Accurate precipitation data are the basis for hydro-climatological studies. As a highly populated river basin, with the biggest inland fishery in Southeast Asia, freshwater dynamics is extremely important for the Mekong River Basin (MB). This study focuses on evaluating the reliability of existing gridded precipitation datasets both from satellite and reanalysis, with a ground observations-based gridded precipitation dataset as the reference. Two satellite products (Tropical Rainfall Measuring Mission [TRMM] and the Precipitation Estimation from Remote Sensing Information using an Artificial Neural NetworkClimate Data Record [PERSIANN-CDR]), as well as three reanalysis products (Modern-Era Retrospective analysis for Research and Applications [MERRA2], the European Centre for Medium-Range Weather Forecasts interim reanalysis [ERA-Interim], and the Climate Forecast System Reanalysis [CFSR]) were compared with the Asian PrecipitationHighly Resolved Observational Data Integration Towards Evaluation of Water Resources (APHRODITE) over the MB. The APHRODITE was chosen as the reference for the comparison because it was developed based on ground observations and has also been selected as reference data in previous studies.
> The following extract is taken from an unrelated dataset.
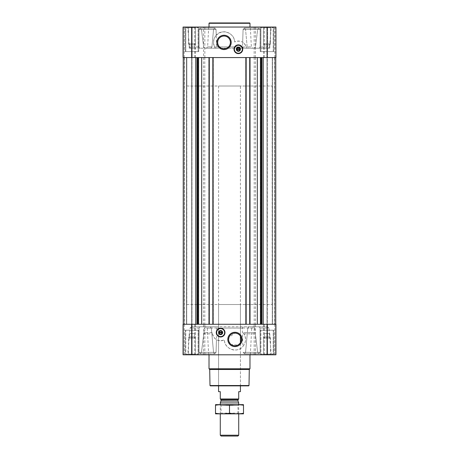 <?xml version="1.0" encoding="UTF-8"?>
<svg xmlns="http://www.w3.org/2000/svg" width="459" height="459" viewBox="0 0 459 459"><rect width="100%" height="100%" fill="white"/><g stroke="black" fill="none" stroke-linecap="round" stroke-linejoin="round"><path stroke-width="0.34" stroke-dasharray="2.29 1.72" d="M240.424 86.017L218.576 86.017L240.424 86.017L240.424 336.172A6.363 6.363 0 0 1 240.424 342.689L237.848 345.099L231.233 344.583L228.898 341.347L228.949 337.354L234.962 333.073L238.978 334.496L240.424 336.172L240.424 304.518L218.576 304.518L240.424 304.518M263.604 43.777L270.506 43.777L263.604 43.777L270.506 43.777L263.604 43.777L263.604 27.695L270.506 27.695L263.604 27.695L262.955 27.047L271.154 27.047L262.955 27.047L271.154 27.047L262.955 27.047L263.604 27.695L270.506 27.695L263.604 27.695L263.604 43.777L264.321 45.022L263.604 43.777M264.321 44.288C264.321 45.223 264.321 45.223 264.321 44.288C265.233 45.223 266.14 45.223 267.052 44.288C266.145 45.223 265.239 45.223 264.321 44.288C264.321 45.223 264.321 45.223 264.321 44.288C264.321 45.223 264.321 45.223 264.321 44.288C265.233 45.223 266.14 45.223 267.052 44.288C267.964 45.223 268.871 45.223 269.783 44.288C268.876 45.223 267.97 45.223 267.052 44.288C266.145 45.223 265.239 45.223 264.321 44.288C264.321 45.223 264.321 45.223 264.321 44.288L264.321 48.212L264.321 44.288L264.321 48.212L267.052 48.212L267.052 44.288C267.964 45.223 268.871 45.223 269.783 44.288C269.783 45.223 269.783 45.223 269.783 44.288C269.783 45.223 269.783 45.223 269.783 44.288C268.876 45.223 267.97 45.223 267.052 44.288L267.052 48.212L269.783 48.212L269.783 44.288C269.783 45.223 269.783 45.223 269.783 44.288C269.783 45.223 269.783 45.223 269.783 44.288L269.783 48.212L264.321 48.212L264.321 44.288M188.494 43.777L195.396 43.777L188.494 43.777L195.396 43.777L188.494 43.777L188.494 27.695L195.396 27.695L188.494 27.695L187.846 27.047L196.045 27.047L187.846 27.047L196.045 27.047L187.846 27.047L188.494 27.695L195.396 27.695L188.494 27.695L188.494 43.777L189.217 45.022L188.494 43.777M189.217 44.288C189.217 45.223 189.217 45.223 189.217 44.288C190.124 45.223 191.03 45.223 191.948 44.288C191.036 45.223 190.129 45.223 189.217 44.288C189.217 45.223 189.217 45.223 189.217 44.288C189.217 45.223 189.217 45.223 189.217 44.288C190.124 45.223 191.03 45.223 191.948 44.288C192.855 45.223 193.761 45.223 194.679 44.288C193.767 45.223 192.86 45.223 191.948 44.288C191.036 45.223 190.129 45.223 189.217 44.288C189.217 45.223 189.217 45.223 189.217 44.288L189.217 48.212L189.217 44.288L189.217 48.212L191.948 48.212L191.948 44.288C192.855 45.223 193.761 45.223 194.679 44.288C194.679 45.223 194.679 45.223 194.679 44.288C194.679 45.223 194.679 45.223 194.679 44.288C193.767 45.223 192.86 45.223 191.948 44.288L191.948 48.212L194.679 48.212L194.679 44.288C194.679 45.223 194.679 45.223 194.679 44.288C194.679 45.223 194.679 45.223 194.679 44.288L194.679 48.212L189.217 48.212L189.217 44.288M216.229 35.263C212.953 39.348 212.603 43.662 215.185 48.212L214.485 46.967C212.236 39.772 214.514 34.844 221.33 32.176C227.498 30.283 234.601 35.458 234.612 41.958C234.669 32.291 221.06 28.601 216.229 35.263L216.051 29.479L214.795 28.074L213.544 29.479L211.938 46.921L213.544 29.479L214.795 28.074L216.051 29.479L216.614 46.921L215.73 48.212L204.725 48.212L203.676 46.967L201.438 29.479L200.015 28.074L198.936 29.479L199.005 46.967L198.936 29.479L200.078 28.074L201.438 29.479L203.676 46.967L204.725 48.212L254.406 48.212L246.506 48.212L254.406 48.212L255.456 46.967L257.683 29.479L259.106 28.074L260.178 29.479L260.104 46.967L260.178 29.479L259.048 28.074L257.683 29.479L255.456 46.967L254.406 48.212L243.413 48.212L242.53 46.921L243.081 29.479L242.679 42.268C240.252 40.759 237.561 40.656 234.612 41.958C240.149 40.019 244.027 41.689 246.248 46.967L246.506 48.212C246.127 45.659 244.848 43.674 242.679 42.268M271.286 27.047L187.714 27.047L271.286 27.047L269.548 46.967L260.104 46.967L259.209 48.212L248.21 48.212L268.182 48.212L259.209 48.212L260.104 46.967L269.548 46.967L268.182 48.212M200.078 28.074L214.858 28.074L200.078 28.074M244.326 28.074L243.081 29.479L244.326 28.074L245.565 29.479L244.326 28.074L259.048 28.074L244.326 28.074M247.166 46.921L245.565 29.479L247.166 46.921L248.21 48.212L252.731 48.212L248.21 48.212L247.166 46.921L251.366 46.921L247.166 46.921M250.327 27.047L208.673 27.047L250.327 27.047L251.366 46.921L252.731 48.212M254.573 328.047L257.683 352.363L259.106 353.769L260.178 352.363L260.064 328.047L260.178 352.363L259.048 353.769L257.683 352.363L255.324 333.854L254.275 332.603L243.046 332.603C246.391 337.25 246.34 341.857 242.897 346.436L242.295 328.093L243.178 326.802L253.517 326.802L254.573 328.047L204.565 328.047L205.615 326.802L253.517 326.802M267.586 326.802L268.945 328.047L260.064 328.047L259.169 326.802L267.586 326.802L259.169 326.802L260.064 328.047L268.945 328.047L271.286 354.796L187.714 354.796L271.286 354.796M254.275 332.603L243.046 332.603L243.953 333.854C247.694 339.562 244.44 347.767 238.232 349.5C231.979 351.818 224.394 346.631 224.388 339.884C218.312 341.863 214.359 339.849 212.523 333.854L212.431 332.603L204.857 332.603L212.431 332.603C212.534 335.661 213.877 338.013 216.453 339.654C218.857 341.089 221.502 341.163 224.388 339.884C224.336 349.66 238.152 353.258 242.897 346.436M204.857 332.603L203.807 333.854L201.438 352.363L200.078 353.769L198.936 352.363L199.045 328.047L198.936 352.363L200.078 353.769L201.438 352.363L204.565 328.047M212.471 354.796L250.327 354.796L212.471 354.796M213.544 352.363L211.329 328.093L213.544 352.363L214.795 353.769L213.544 352.363L198.936 352.363L213.544 352.363M205.615 326.802L215.965 326.802L216.849 328.093L216.051 352.363L214.795 353.769L216.051 352.363L216.453 339.654M244.326 353.769L243.081 352.363L244.326 353.769L245.565 352.363L244.326 353.769L259.048 353.769L244.326 353.769M247.774 328.093L245.565 352.363L247.774 328.093L248.818 326.802L259.169 326.802L248.818 326.802L253.087 326.802L248.818 326.802L247.774 328.093L251.727 328.093L247.774 328.093M210.893 48.212L199.9 48.212L210.893 48.212L206.269 48.212L210.893 48.212L211.938 46.921L210.893 48.212M199.9 48.212L190.818 48.212L199.9 48.212L199.005 46.967L199.9 48.212M215.73 48.212L243.413 48.212M185.149 27.047L198.741 27.047L185.149 27.047L198.741 27.047L185.149 27.047L185.149 51.626L198.741 51.626L185.149 51.626L198.741 51.626L185.149 51.626L185.149 27.047M260.259 27.047L273.851 27.047L260.259 27.047L273.851 27.047L260.259 27.047L260.259 51.626L273.851 51.626L260.259 51.626L273.851 51.626L260.259 51.626L260.259 27.047M275.629 27.047L267.517 27.047L275.629 27.047L275.629 57.57L267.218 57.57L275.934 57.57L275.629 57.57L275.629 27.047M267.517 27.047L274.7 27.047L267.218 27.047L267.517 27.047L267.517 57.57L267.517 27.047M267.052 27.047L275.934 27.047L275.934 57.57L275.934 27.047L275.934 57.57L267.052 57.57L267.052 27.047L183.066 27.047L183.371 27.047L183.066 27.047L183.066 57.57L203.555 57.57L203.555 27.047M191.483 27.047L183.371 27.047L191.782 27.047L184.3 27.047L191.782 27.047L191.483 27.047L191.483 57.57L191.483 27.047M199.94 326.802L191.414 326.802L199.94 326.802L199.045 328.047L199.94 326.802L210.279 326.802L199.94 326.802M210.279 326.802L205.913 326.802L210.279 326.802L211.329 328.093L210.279 326.802M215.965 326.802L243.178 326.802M185.149 354.796L198.741 354.796L185.149 354.796L198.741 354.796L185.149 354.796L185.149 330.216L198.741 330.216L185.149 330.216L198.741 330.216L185.149 330.216L185.149 354.796M260.259 354.796L273.851 354.796L260.259 354.796L273.851 354.796L260.259 354.796L260.259 330.216L273.851 330.216L260.259 330.216L273.851 330.216L260.259 330.216L260.259 354.796M183.066 354.796L203.555 354.796L203.555 324.272L183.066 324.272L191.782 324.272L183.066 324.272L183.066 354.796M191.621 354.796L184.3 354.796L191.621 354.796L191.782 324.272L184.3 324.272L191.621 324.272L191.621 354.796M255.445 354.796L255.445 324.272L275.934 324.272L275.934 354.796L203.555 354.796M275.629 354.796L267.218 354.796L275.629 354.796L275.629 324.272L267.218 324.272L275.934 324.272L275.629 324.272L275.629 354.796M267.379 354.796L274.7 354.796L267.379 354.796L267.218 324.272L274.7 324.272L267.379 324.272L267.379 354.796M191.678 57.57L184.432 57.57L191.977 57.57L191.678 57.57L191.678 324.272L186.733 324.272L191.977 324.272L191.678 324.272L191.678 57.57M249.713 57.57L250.155 57.57L250.155 324.272L250.155 57.57L245.714 57.57L245.714 324.272L245.714 57.57L246.162 57.57L212.838 57.57L213.286 57.57L213.286 324.272L213.286 57.57L208.845 57.57L208.845 324.272L208.845 57.57L209.287 57.57L197.439 57.57L261.796 57.57L249.713 57.57L249.713 324.272L250.155 324.272L198.563 324.272L249.713 324.272M267.322 57.57L272.267 57.57L267.023 57.57L267.322 57.57L267.322 324.272L272.267 324.272L267.023 324.272L267.322 324.272L267.322 57.57M204.84 354.796L204.84 324.272L203.555 324.272M204.84 324.272L255.445 324.272M275.934 354.796L275.934 324.272L275.934 354.796M195.827 324.272L183.239 324.272L197.439 324.272L195.827 324.272L195.827 57.57L197.439 57.57L183.239 57.57L195.827 57.57M186.652 324.272L186.515 57.57L186.652 324.272M191.81 324.272L184.432 324.272L191.81 324.272L191.81 57.57L191.81 324.272M197.439 324.272L198.563 324.272L197.439 324.272L197.439 57.57M261.796 324.272L275.761 324.272L261.796 324.272L261.796 57.57L275.761 57.57L272.348 57.57L272.348 324.272L272.348 57.57L275.761 57.57L261.796 57.57M267.19 324.272L274.568 324.272L267.19 324.272L267.023 57.57L274.568 57.57L267.19 57.57L267.19 324.272M186.733 57.57L186.733 324.272L186.733 57.57M186.515 57.57L183.239 57.57L186.515 57.57L186.515 324.272L186.515 57.57M272.348 57.57L272.348 324.272L272.348 57.57M246.162 57.57L246.162 324.272M212.838 57.57L212.838 324.272M209.287 57.57L209.287 324.272M191.621 57.57L184.3 57.57L191.621 57.57L191.621 27.047L191.621 57.57M267.052 57.57L203.555 57.57M267.379 57.57L274.7 57.57L267.379 57.57L267.379 27.047L267.379 57.57M183.066 57.57L183.066 27.047L183.066 57.57M209.017 354.796L249.983 354.796L209.017 354.796M257.683 352.363L243.081 352.363L257.683 352.363M260.178 352.363L245.565 352.363L260.178 352.363M214.795 353.769L200.078 353.769L214.795 353.769M216.051 352.363L201.438 352.363L216.051 352.363M249.983 27.047L209.017 27.047L249.983 27.047M213.544 29.479L198.936 29.479L213.544 29.479M216.051 29.479L201.438 29.479L216.051 29.479M257.683 29.479L243.081 29.479L257.683 29.479M260.178 29.479L245.565 29.479L260.178 29.479M248.669 385.864L210.331 385.864M218.576 86.017L218.576 385.864L240.424 385.864L218.576 385.864L218.576 304.518M249.007 385.52L209.993 385.52M249.289 369.489L209.711 369.489M249.983 368.795L209.017 368.795M220.624 328.237A4.372 4.372 0 0 1 224.411 334.789A4.372 4.372 0 0 1 216.837 334.789A4.372 4.372 0 0 1 220.624 328.237M220.624 328.506A4.097 4.097 0 0 1 224.17 334.651A4.097 4.097 0 0 1 217.078 334.651A4.097 4.097 0 0 1 220.624 328.506M220.624 330.738A1.865 1.865 0 0 1 222.236 333.538A1.865 1.865 0 0 1 219.012 333.538A1.865 1.865 0 0 1 220.624 330.738M219.259 332.878L221.99 332.878L221.99 332.333L219.259 332.333L219.259 332.878M260.907 330.216L273.203 330.216L260.907 330.216L273.203 330.216L260.907 330.216L260.907 354.113L273.203 354.113L260.907 354.113L273.203 354.113L260.907 354.113L260.907 330.216M185.797 330.216L198.093 330.216L185.797 330.216L198.093 330.216L185.797 330.216L185.797 354.113L198.093 354.113L185.797 354.113L198.093 354.113L185.797 354.113L185.797 330.216M261.59 354.796L272.52 354.796L261.59 354.796L260.907 354.113L261.59 354.796L272.52 354.796L261.59 354.796M262.955 354.796L271.154 354.796L262.955 354.796L271.154 354.796L262.955 354.796L263.604 354.147L270.506 354.147L263.604 354.147L263.604 338.065L270.506 338.065L263.604 338.065L270.506 338.065L263.604 338.065L263.604 354.147L270.506 354.147L263.604 354.147L262.955 354.796M186.48 354.796L197.41 354.796L186.48 354.796L185.797 354.113L186.48 354.796L197.41 354.796L186.48 354.796M187.846 354.796L196.045 354.796L187.846 354.796L196.045 354.796L187.846 354.796L188.494 354.147L195.396 354.147L188.494 354.147L188.494 338.065L195.396 338.065L188.494 338.065L195.396 338.065L188.494 338.065L188.494 354.147L195.396 354.147L188.494 354.147L187.846 354.796M264.321 337.554C264.321 336.619 264.321 336.619 264.321 337.554C264.321 336.619 264.321 336.619 264.321 337.554C265.233 336.619 266.14 336.619 267.052 337.554C267.964 336.619 268.871 336.619 269.783 337.554C269.783 336.619 269.783 336.619 269.783 337.554C269.783 336.619 269.783 336.619 269.783 337.554C268.876 336.619 267.97 336.619 267.052 337.554C266.145 336.619 265.239 336.619 264.321 337.554C264.321 336.619 264.321 336.619 264.321 337.554C264.321 336.619 264.321 336.619 264.321 337.554C265.233 336.619 266.14 336.619 267.052 337.554C267.964 336.619 268.871 336.619 269.783 337.554C269.783 336.619 269.783 336.619 269.783 337.554C269.783 336.619 269.783 336.619 269.783 337.554C268.876 336.619 267.97 336.619 267.052 337.554C266.145 336.619 265.239 336.619 264.321 337.554L264.321 333.63L264.321 337.554L264.321 333.63L267.052 333.63L267.052 337.554L267.052 333.63L269.783 333.63L269.783 337.554L269.783 333.63L264.321 333.63L264.321 337.554M189.217 337.554C189.217 336.619 189.217 336.619 189.217 337.554C189.217 336.619 189.217 336.619 189.217 337.554C190.124 336.619 191.03 336.619 191.948 337.554C192.855 336.619 193.761 336.619 194.679 337.554C194.679 336.619 194.679 336.619 194.679 337.554C194.679 336.619 194.679 336.619 194.679 337.554C193.767 336.619 192.86 336.619 191.948 337.554C191.036 336.619 190.129 336.619 189.217 337.554C189.217 336.619 189.217 336.619 189.217 337.554C189.217 336.619 189.217 336.619 189.217 337.554C190.124 336.619 191.03 336.619 191.948 337.554C192.855 336.619 193.761 336.619 194.679 337.554C194.679 336.619 194.679 336.619 194.679 337.554C194.679 336.619 194.679 336.619 194.679 337.554C193.767 336.619 192.86 336.619 191.948 337.554C191.036 336.619 190.129 336.619 189.217 337.554L189.217 333.63L189.217 337.554L189.217 333.63L191.948 333.63L191.948 337.554L191.948 333.63L194.679 333.63L194.679 337.554L194.679 333.63L189.217 333.63L189.217 337.554M191.948 333.63L191.948 337.554L191.948 333.63L194.679 333.63L194.679 337.554L194.679 333.63L191.948 333.63M267.052 333.63L267.052 337.554L267.052 333.63L269.783 333.63L269.783 337.554L269.783 333.63L267.052 333.63M249.983 23.294L209.017 23.294M249.644 22.95L209.356 22.95M224.038 36.049A6.363 6.363 0 0 1 229.546 45.59A6.363 6.363 0 0 1 218.53 45.59A6.363 6.363 0 0 1 224.038 36.049M238.376 44.867A4.372 4.372 0 0 1 242.163 51.425A4.372 4.372 0 0 1 234.589 51.425A4.372 4.372 0 0 1 238.376 44.867M238.376 45.143A4.097 4.097 0 0 1 241.922 51.288A4.097 4.097 0 0 1 234.83 51.288A4.097 4.097 0 0 1 238.376 45.143M238.376 47.375A1.865 1.865 0 0 1 239.988 50.169A1.865 1.865 0 0 1 236.764 50.169A1.865 1.865 0 0 1 238.376 47.375M237.01 49.509L239.741 49.509L239.741 48.964L237.01 48.964L237.01 49.509M260.907 51.626L273.203 51.626L260.907 51.626L273.203 51.626L260.907 51.626L260.907 27.729L273.203 27.729L260.907 27.729L273.203 27.729L260.907 27.729L261.59 27.047L272.52 27.047L261.59 27.047L272.52 27.047L261.59 27.047L260.907 27.729L260.907 51.626M185.797 51.626L198.093 51.626L185.797 51.626L198.093 51.626L185.797 51.626L185.797 27.729L198.093 27.729L185.797 27.729L198.093 27.729L185.797 27.729L186.48 27.047L197.41 27.047L186.48 27.047L197.41 27.047L186.48 27.047L185.797 27.729L185.797 51.626M189.217 48.212L191.948 48.212L191.948 44.288L191.948 48.212L194.679 48.212L194.679 44.288L194.679 48.212L189.217 48.212M264.321 48.212L267.052 48.212L267.052 44.288L267.052 48.212L269.783 48.212L269.783 44.288L269.783 48.212L264.321 48.212M186.824 304.518L272.176 304.518L186.824 304.518L186.824 57.57L272.176 57.57L186.824 57.57L272.176 57.57L186.824 57.57L186.824 86.017L272.176 86.017L186.824 86.017M220.28 398.986L238.72 398.986L220.28 399.181L220.28 391.665L218.576 391.665M220.486 399.181L238.514 399.181L220.486 399.181M238.72 398.986L238.72 391.665L240.424 391.665M237.882 436.05L221.118 436.05M238.72 435.212L220.28 435.212M238.72 402.922L220.28 402.922M220.28 413.857L220.28 404.643L238.72 404.643L220.28 404.643L221.02 405.377L237.98 405.377L221.02 405.377L221.02 413.117L237.98 413.117L221.02 413.117L220.28 413.857L238.72 413.857L220.28 413.857M243.465 413.857L215.535 413.857M243.499 413.272C243.499 414.029 243.499 414.029 243.499 413.272L243.499 405.228C243.499 404.465 243.499 404.465 243.499 405.228C238.829 404.465 234.165 404.465 229.5 405.228C224.835 404.465 220.171 404.465 215.501 405.228C215.501 404.465 215.501 404.465 215.501 405.228L215.501 413.272C215.501 414.029 215.501 414.029 215.501 413.272C220.171 414.035 224.835 414.035 229.5 413.272C234.165 414.035 238.829 414.035 243.499 413.272M229.5 413.272L229.5 405.228M243.465 404.643L215.535 404.643M214.485 46.967L246.248 46.967M199.005 46.967L189.452 46.967L199.005 46.967M216.614 46.921L242.53 46.921M211.938 46.921L207.634 46.921L211.938 46.921M243.953 333.854L255.324 333.854M203.807 333.854L212.523 333.854M199.045 328.047L190.055 328.047L199.045 328.047M216.849 328.093L242.295 328.093M211.329 328.093L207.273 328.093L211.329 328.093M260.437 57.57L260.437 324.272M255.491 57.57L255.491 324.272M272.267 57.57L272.267 324.272L272.267 57.57M183.371 354.796L183.371 324.272L183.371 354.796M191.483 354.796L191.483 324.272L191.483 354.796M191.948 354.796L191.948 324.272M194.714 354.796L194.714 324.272M195.442 354.796L195.442 324.272M254.16 354.796L254.16 324.272M263.558 354.796L263.558 324.272M264.286 354.796L264.286 324.272M267.052 354.796L267.052 324.272M267.517 354.796L267.517 324.272L267.517 354.796M198.563 57.57L198.563 324.272M203.509 57.57L203.509 324.272M184.323 57.57L184.323 324.272L184.323 57.57M184.214 57.57L184.214 324.272L184.214 57.57M195.936 57.57L195.936 324.272M197.204 57.57L197.204 324.272M198.368 57.57L198.368 324.272M204.794 57.57L204.794 324.272M254.206 57.57L254.206 324.272M260.632 57.57L260.632 324.272M261.561 57.57L261.561 324.272M263.064 57.57L263.064 324.272M263.173 57.57L263.173 324.272M274.786 57.57L274.786 324.272L274.786 57.57M274.677 57.57L274.677 324.272L274.677 57.57M272.485 57.57L272.485 324.272L272.485 57.57M249.845 57.57L249.845 324.272M250.017 57.57L250.017 324.272M249.88 57.57L249.88 324.272M245.99 57.57L245.99 324.272M245.852 57.57L245.852 324.272M246.024 57.57L246.024 324.272M212.976 57.57L212.976 324.272M213.148 57.57L213.148 324.272M213.01 57.57L213.01 324.272M209.12 57.57L209.12 324.272M208.983 57.57L208.983 324.272M209.155 57.57L209.155 324.272M183.371 57.57L183.371 27.047L183.371 57.57M191.948 57.57L191.948 27.047M194.714 57.57L194.714 27.047M195.442 57.57L195.442 27.047M204.84 57.57L204.84 27.047M254.16 57.57L254.16 27.047M255.445 57.57L255.445 27.047M263.558 57.57L263.558 27.047M264.286 57.57L264.286 27.047M238.032 401.04L220.968 401.04M238.003 400.862L220.997 400.862M238.003 399.691L220.997 399.691M269.783 45.022L270.506 43.777L270.506 27.695L271.154 27.047L270.506 27.695L270.506 43.777L269.783 45.022M194.679 45.022L195.396 43.777L195.396 27.695L196.045 27.047L195.396 27.695L195.396 43.777L194.679 45.022M190.818 48.212L189.452 46.967L187.714 27.047M208.673 27.047L207.634 46.921L206.269 48.212M191.414 326.802L190.055 328.047L187.714 354.796M250.327 354.796L251.727 328.093L253.087 326.802M208.673 354.796L207.273 328.093L205.913 326.802M191.782 354.796L191.782 324.272L191.782 354.796M184.3 354.796L184.3 324.272M267.218 354.796L267.218 324.272L267.218 354.796M274.7 354.796L274.7 324.272M183.239 57.57L183.239 324.272M275.761 57.57L275.761 324.272M267.023 57.57L267.023 324.272L267.023 57.57M274.568 57.57L274.568 324.272M191.977 57.57L191.977 324.272L191.977 57.57M184.432 57.57L184.432 324.272M191.782 57.57L191.782 27.047L191.782 57.57M184.3 57.57L184.3 27.047M267.218 57.57L267.218 27.047L267.218 57.57M274.7 57.57L274.7 27.047M259.106 353.774L244.383 353.774L259.106 353.774M258.985 353.774L244.263 353.774L258.985 353.774M214.737 353.774L200.015 353.774L214.737 353.774M214.858 353.774L200.135 353.774L214.858 353.774M214.858 28.074L200.135 28.074L214.858 28.074M214.737 28.074L200.015 28.074L214.737 28.074M258.985 28.074L244.263 28.074L258.985 28.074M259.106 28.074L244.383 28.074L259.106 28.074M273.851 354.796L273.851 330.216L273.851 354.796M198.741 354.796L198.741 330.216L198.741 354.796M272.52 354.796L273.203 354.113L273.203 330.216L273.203 354.113L272.52 354.796M197.41 354.796L198.093 354.113L198.093 330.216L198.093 354.113L197.41 354.796M270.506 354.147L271.154 354.796L270.506 354.147L270.506 338.065L269.783 336.82L270.506 338.065L270.506 354.147M264.321 336.82L263.604 338.065L264.321 336.82M195.396 354.147L196.045 354.796L195.396 354.147L195.396 338.065L194.679 336.82L195.396 338.065L195.396 354.147M189.217 336.82L188.494 338.065L189.217 336.82M273.851 51.626L273.851 27.047L273.851 51.626M198.741 51.626L198.741 27.047L198.741 51.626M273.203 51.626L273.203 27.729L272.52 27.047L273.203 27.729L273.203 51.626M198.093 51.626L198.093 27.729L197.41 27.047L198.093 27.729L198.093 51.626M240.424 385.864L240.424 342.689L240.424 385.864M272.176 304.518L272.176 86.017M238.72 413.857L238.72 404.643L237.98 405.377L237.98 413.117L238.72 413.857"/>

Results show that most of the assessed datasets are able to capture the major climatological characteristics of precipitation in the MB for the 10-year study period (1998-2007). Generally, both satellite data (TRMM and PERSIANN-CDR) show higher reliability than reanalysis products at both spatial and temporal scales across the MB, with the TRMM outperforming when compared to the PERSIANN-CDR. For the reanalysis products, MERRA2 is more reliable in terms of temporal variability, but with some underestimation of precipitation. The other two reanalysis products CFSR and ERA-Interim are relatively unreliable due to large overestimations. CFSR is better positioned to capture the spatial variability of precipitation, while ERA-Interim shows inconsistent spatial patterns but more realistically resembles the daily precipitation probability. These findings have practical implications for future hydro-climatological studies.